At visitor processing, John burned with shame as he was searched and questioned—not because he was above it all, but because he finally knew what his mother had gone through every time she had come to see him. He did the math as they searched his grocery bag, opening the carton of cigarettes, checking the book almost page by page. Over five hundred times she’d made this trip. How had Emily endured this? How could he have brought this humiliation down on his mother? No wonder Joyce had been so livid. John had never hated himself more than at this moment in time.

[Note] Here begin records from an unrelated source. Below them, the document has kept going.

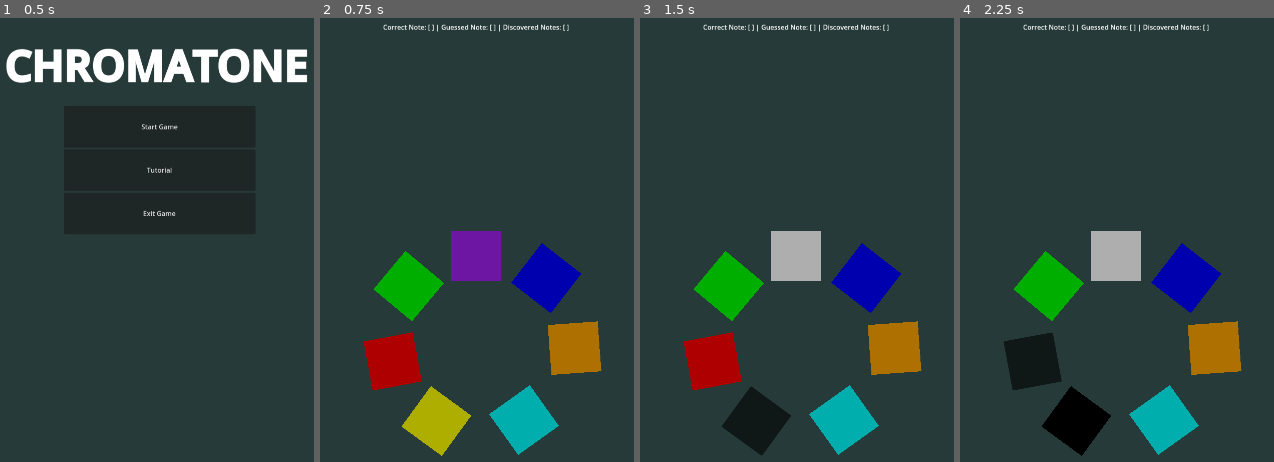
Above: before the commit, frames 1-4 (left to right).
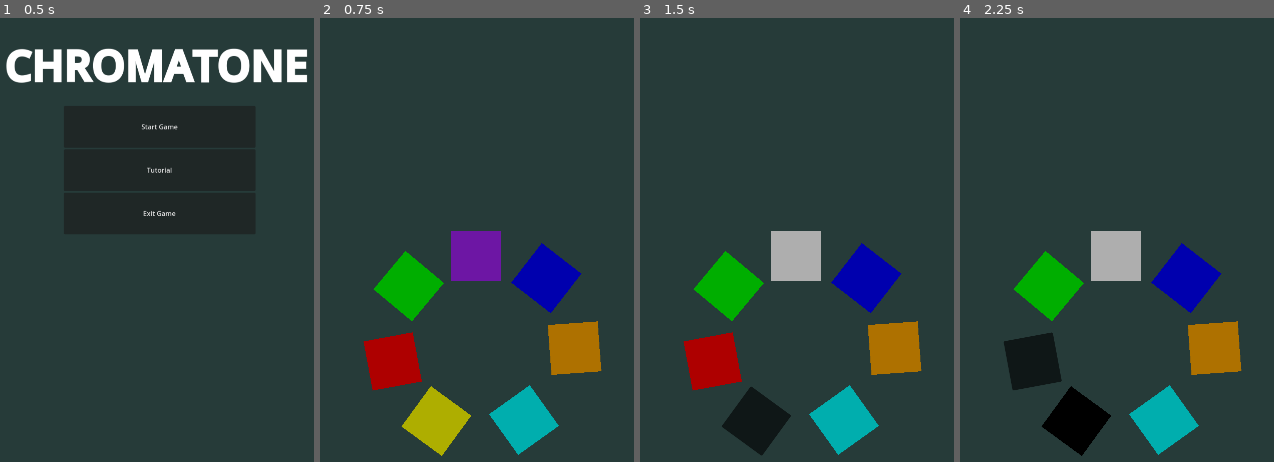
Above: after the commit, the same moments.

Repository: nenomancer/chromatone
Game: Godot game, scene res://scenes/main.tscn
Two runs of this game, one before a commit and one after it. Both use one fixed random seed, a clock stepped at 60 frames per second and the inputs below. The project has no main scene, so this scene is started directly.
Inputs (mouse positions are in pixels of both pictures, inside the frame that each line leads up to):
- Up to frame 1 (0.5 s): no input
- Up to frame 2 (0.75 s): click "Start Game" at 0.5 s
- Up to frame 3 (1.5 s): click (756, 422) at 1.25 s
- Up to frame 4 (2.25 s): click (1032, 359) at 2 s

Frame 1 is identical in both runs. In frame 2, 0.4% of the frame differs, in the area x 20-80%, y 1-4%; in frame 3, 0.4%; in frame 4, 0.4%.

Commit message:
add discovered notes display in warmup round

Diff:
--- a/game_manager.gd
+++ b/game_manager.gd
@@ -5,7 +5,6 @@
 signal exit_game
 signal change_level(level_number)
 signal change_round(level_round)
-
 
 var available_notes: Array = ["C", "D", "E", "F", "G", "A", "B"]
 var available_colors: Array = [Color.RED, Color.GREEN, Color.BLUE, Color.YELLOW, Color.PURPLE, Color.ORANGE, Color.CYAN]
@@ -33,11 +32,15 @@
 var buttons_ui: Control
 var buttons_array: Array
 
+var discovered_notes_display: GridContainer
+
 const MAIN: String = "res://main/main.tscn"
-const LEVELS_UI: String = "res://scenes/levels_ui.tscn"
-const WARMUP_UI: String = "res://scenes/warmup_ui.tscn"
-const LABELS_UI: String = "res://scenes/labels_ui.tscn"
-const BUTTONS_UI: String = "res://scenes/buttons_ui.tscn"
+const LEVELS_UI: String = "res://scenes/levels.tscn"
+const WARMUP_UI: String = "res://scenes/warmup.tscn"
+const LABELS_UI: String = "res://scenes/labels.tscn"
+const BUTTONS_UI: String = "res://scenes/buttons.tscn"
+const DISCOVERED_NOTE: String = "res://scenes/discovered_note.tscn"
+const DISCOVERED_NOTES: String = "res://scenes/discovered_notes.tscn"
 
 func _ready() -> void:
 	await get_tree().process_frame
@@ -67,7 +70,11 @@
 	return _note_array.pick_random()
 
 func add_discovered_note(note: String):
+	var color = color_note_pairs[note]['color']
 	discovered_notes.append(note)
+	var discovered_note = load(DISCOVERED_NOTE).instantiate()
+	discovered_note.color = color
+	discovered_notes_display.add_child(discovered_note)
 
 func get_discovered_notes() -> Array:
 	return discovered_notes
@@ -133,7 +140,8 @@
 
 func start_warmup():
 	#load_buttons()
-
+	discovered_notes_display = load(DISCOVERED_NOTES).instantiate()
+	get_tree().root.add_child(discovered_notes_display)
 	buttons_ui.assign_color_to_buttons(func(note): return note in available_notes)
 	correct_note = get_random_note(get_undiscovered_notes())
 	play_note(correct_note)
@@ -159,12 +167,14 @@
 
 	if (current_round < 5):
 		set_round(current_round + 1)
-		print('now its round ')
-		print(current_round)
 		start_warmup_round()
 	else:
-		pass
-		#start_level_1()
+		load_level()
+
+func load_level():
+	set_level(1)
+	set_round(1)
+	get_tree().change_scene_to_file(LEVELS_UI)
 
 func on_warmup_guess(note):
 	play_note(note)
--- a/scenes/buttons_ui.tscn
+++ b/scenes/buttons.tscn
@@ -1,7 +1,7 @@
 [gd_scene load_steps=3 format=3 uid="uid://dalofv5jucuck"]
 
-[ext_resource type="Script" path="res://scripts/buttons_ui.gd" id="1_nhimn"]
-[ext_resource type="Theme" uid="uid://bwr1bbkpvd2e0" path="res://themes/button_theme.tres" id="2_0j3n4"]
+[ext_resource type="Script" path="res://scripts/buttons.gd" id="1_b56hq"]
+[ext_resource type="Theme" uid="uid://bwr1bbkpvd2e0" path="res://themes/button_theme.tres" id="2_f2lkh"]
 
 [node name="ButtonsUI" type="Control"]
 layout_mode = 3
@@ -12,7 +12,7 @@
 anchor_bottom = 0.5
 grow_horizontal = 2
 grow_vertical = 2
-script = ExtResource("1_nhimn")
+script = ExtResource("1_b56hq")
 
 [node name="Button" type="Button" parent="."]
 custom_minimum_size = Vector2(120, 120)
--- /dev/null
+++ b/scenes/discovered_note.tscn
@@ -0,0 +1,5 @@
+[gd_scene format=3 uid="uid://cwpaebabu3fq5"]
+
+[node name="DiscoveredNote" type="ColorRect"]
+size_flags_horizontal = 3
+size_flags_vertical = 3
--- /dev/null
+++ b/scenes/discovered_notes.tscn
@@ -0,0 +1,8 @@
+[gd_scene format=3 uid="uid://cpbdsso036yty"]
+
+[node name="DiscoveredNotes" type="GridContainer"]
+offset_left = 320.0
+offset_top = 294.0
+offset_right = 768.0
+offset_bottom = 354.0
+columns = 7
--- a/scenes/levels_ui.tscn
+++ b/scenes/levels.tscn
@@ -1,7 +1,7 @@
 [gd_scene load_steps=3 format=3 uid="uid://dtxefobngochu"]
 
-[ext_resource type="Script" path="res://scripts/levels_ui.gd" id="1_m1sug"]
-[ext_resource type="PackedScene" uid="uid://75oemfndw835" path="res://scenes/labels_ui.tscn" id="2_cgqrm"]
+[ext_resource type="Script" path="res://scripts/levels.gd" id="1_52hmb"]
+[ext_resource type="PackedScene" uid="uid://75oemfndw835" path="res://scenes/labels.tscn" id="2_h57wg"]
 
 [node name="LevelsUI" type="Control"]
 layout_mode = 3
@@ -10,7 +10,7 @@
 anchor_bottom = 1.0
 grow_horizontal = 2
 grow_vertical = 2
-script = ExtResource("1_m1sug")
+script = ExtResource("1_52hmb")
 
 [node name="UI" type="Control" parent="."]
 layout_mode = 1
@@ -29,4 +29,4 @@
 grow_vertical = 2
 color = Color(0.150859, 0.23013, 0.22407, 1)
 
-[node name="LabelsUI" parent="." instance=ExtResource("2_cgqrm")]
+[node name="LabelsUI" parent="." instance=ExtResource("2_h57wg")]
--- /dev/null
+++ b/scenes/warmup.tscn
@@ -0,0 +1,29 @@
+[gd_scene load_steps=3 format=3 uid="uid://dqwwfxcwsgt7m"]
+
+[ext_resource type="Script" path="res://scripts/warmup.gd" id="1_cenxm"]
+[ext_resource type="PackedScene" uid="uid://cpbdsso036yty" path="res://scenes/discovered_notes.tscn" id="2_mxh1p"]
+
+[node name="WarmupUI" type="Control"]
+layout_mode = 3
+anchors_preset = 15
+anchor_right = 1.0
+anchor_bottom = 1.0
+grow_horizontal = 2
+grow_vertical = 2
+script = ExtResource("1_cenxm")
+
+[node name="Background" type="ColorRect" parent="."]
+layout_mode = 1
+anchors_preset = 15
+anchor_right = 1.0
+anchor_bottom = 1.0
+grow_horizontal = 2
+grow_vertical = 2
+color = Color(0.150859, 0.23013, 0.22407, 1)
+
+[node name="DiscoveredNotes" parent="." instance=ExtResource("2_mxh1p")]
+layout_mode = 0
+offset_left = 0.0
+offset_top = 0.0
+offset_right = 448.0
+offset_bottom = 60.0
--- a/scenes/warmup_ui.tscn
+++ /dev/null
@@ -1,42 +0,0 @@
-[gd_scene load_steps=2 format=3 uid="uid://dqwwfxcwsgt7m"]
-
-[ext_resource type="Script" path="res://scripts/warmup_ui.gd" id="1_8h73j"]
-
-[node name="WarmupUI" type="Control"]
-layout_mode = 3
-anchors_preset = 15
-anchor_right = 1.0
-anchor_bottom = 1.0
-grow_horizontal = 2
-grow_vertical = 2
-script = ExtResource("1_8h73j")
-
-[node name="Background" type="ColorRect" parent="."]
-layout_mode = 1
-anchors_preset = 15
-anchor_right = 1.0
-anchor_bottom = 1.0
-grow_horizontal = 2
-grow_vertical = 2
-color = Color(0.150859, 0.23013, 0.22407, 1)
-
-[node name="InfoLabel" type="Label" parent="."]
-layout_mode = 1
-anchors_preset = 5
-anchor_left = 0.5
-anchor_right = 0.5
-offset_left = -223.5
-offset_top = 219.0
-offset_right = 223.5
-offset_bottom = 242.0
-grow_horizontal = 2
-text = "Correct Note: [ ] | Guessed Note: [ ] | Discovered Notes: [ ]"
-horizontal_alignment = 1
-
-[node name="UI" type="Control" parent="."]
-layout_mode = 1
-anchors_preset = 15
-anchor_right = 1.0
-anchor_bottom = 1.0
-grow_horizontal = 2
-grow_vertical = 2
--- a/scripts/guess_counter.gd
+++ b/scripts/guess_counter.gd
@@ -3,7 +3,7 @@
 
 @export var total_guesses: int = 3
 var guess_number: int = 0
-const GUESS_COUNT = preload("res://guess_counter/guess_count.tscn")
+const GUESS_COUNT = preload("res://scenes/guess_count.tscn")
 # Called when the node enters the scene tree for the first time.
 func _ready() -> void:
 	for i in range(total_guesses):
--- a/scripts/warmup_ui.gd
+++ b/scripts/warmup.gd
@@ -20,15 +20,6 @@
 	GameManager.set_round(1)
 	get_tree().change_scene_to_file(GameManager.LEVELS_UI)
 
-func start_round() -> void:
-	GameManager.buttons_ui.assign_color_to_buttons(func(note): return note in GameManager.available_notes)
-	# export this gto game manager
-	_correct_note = GameManager.get_random_note(GameManager.get_undiscovered_notes())
-	#await get_tree().create_timer(1).timeout # See what's the problem here
-	GameManager.play_note(_correct_note)
-	#await get_tree().create_timer(1).timeout
-	#GameManager.buttons_ui.enable_some_buttons()
-
 func end_round() -> void:
 	await get_tree().create_timer(2).timeout
 	if (GameManager.discovered_notes.size() == 3):
@@ -36,6 +27,6 @@
 
 	if (GameManager.current_round < 5):
 		GameManager.set_round(GameManager.current_round + 1)
-		start_round()
+		#start_round()
 	else:
 		start_level_1()
Not shown: 7 places in scenes/buttons.tscn that only renumber resources
Renamed: scenes/labels_ui.tscn -> scenes/labels.tscn
Renamed: scripts/buttons_ui.gd -> scripts/buttons.gd
Renamed: scripts/levels_ui.gd -> scripts/levels.gd

He sat on one of the plastic chairs as he waited for his name to be called. His knee was bobbing again, but everyone else in the room looked perfectly calm. Mostly, it was women with their children. They had come to see daddy. One kid near John held a crayon drawing of an airplane. Another was crying because they hadn’t let her bring her teddy bear in. Something unusual had shown up on the X-ray and the mother had refused to let them inspect it.
“Shelley?” a uniformed woman called. None of the guards had recognized him, but considering the volume of prisoners and visitors they had each week, this shouldn’t have come as a surprise.
“Shelley?” she called again.
John stood, clutching his grocery bag to his chest.
“Table three,” she said, nodding him in.
He put his bag on the X-ray belt, the third time it had been screened, and walked through the metal detector and into the visitors’ room. He stopped at the end of the belt, staring at the room, trying to see it the way his mother had. There were picnic-style metal tables bolted to the floor all around the twenty-by-thirty room. Men sat on one side, their wives
or girlfriends or hookers they’d paid to come see them sitting on the other. Kids were running around laughing and screaming and, about every ten feet, there was a guard standing with his back to the wall. Cameras were everywhere, their lenses swinging back and forth in slow disapproval.
Ben Carver sat at one of the back tables, table three. He was dressed in his usual white shirt, white pants and white socks. He had a pair of matching patent-leather slippers that his mother had sent, but Ben seldom wore them outside the cell because he didn’t want them to get dirty.
Everybody had a persona in prison, a different personality they adopted that helped them survive. The thugs got meaner, the Aryans more cruel, the gays gayer and the loonies absolutely fucking nuts. Ben fell into this latter category, and he worked it like a master thespian. Not that John thought it was much of a stretch for the man. By the time the GBI caught up with him, Ben had killed six men in the surrounding Atlanta area. His particular twist was to cut off their right nipples for souvenirs. During his arrest at the main branch of the Atlanta post office where Ben had worked as a mail sorter for eighteen years, one of the cops became a little overzealous and slammed Ben to the ground. A piece of tissue—later identified as the right nipple of his last victim—flew out of Ben’s mouth where he had been sucking on it like a Lifesaver.
This lurid detail combined with Ben’s appropriate last name of Carver had made a big splash in the press. Unlike John, he made the national news, even got his own nickname: the Atlanta Carver. Ben had never been particularly pleased with the moniker, but then he was also angry with Wayne Williams, the man convicted in the Atlanta Child Murders case, for pushing him off the front page a few weeks after his arrest.
“My dear boy,” Ben said, smiling his thin smile as he sized up John. His lips were wet, a black stain at the center where he usually kept a cigarette. His teeth were likewise marked, nicotine drawing a bull’s-eye right at the center. One of the first things Ben had told John was that he had something of an oral fixation. “Better cigarettes than your right tit, my dear boy.” John had never complained about his smoking after that.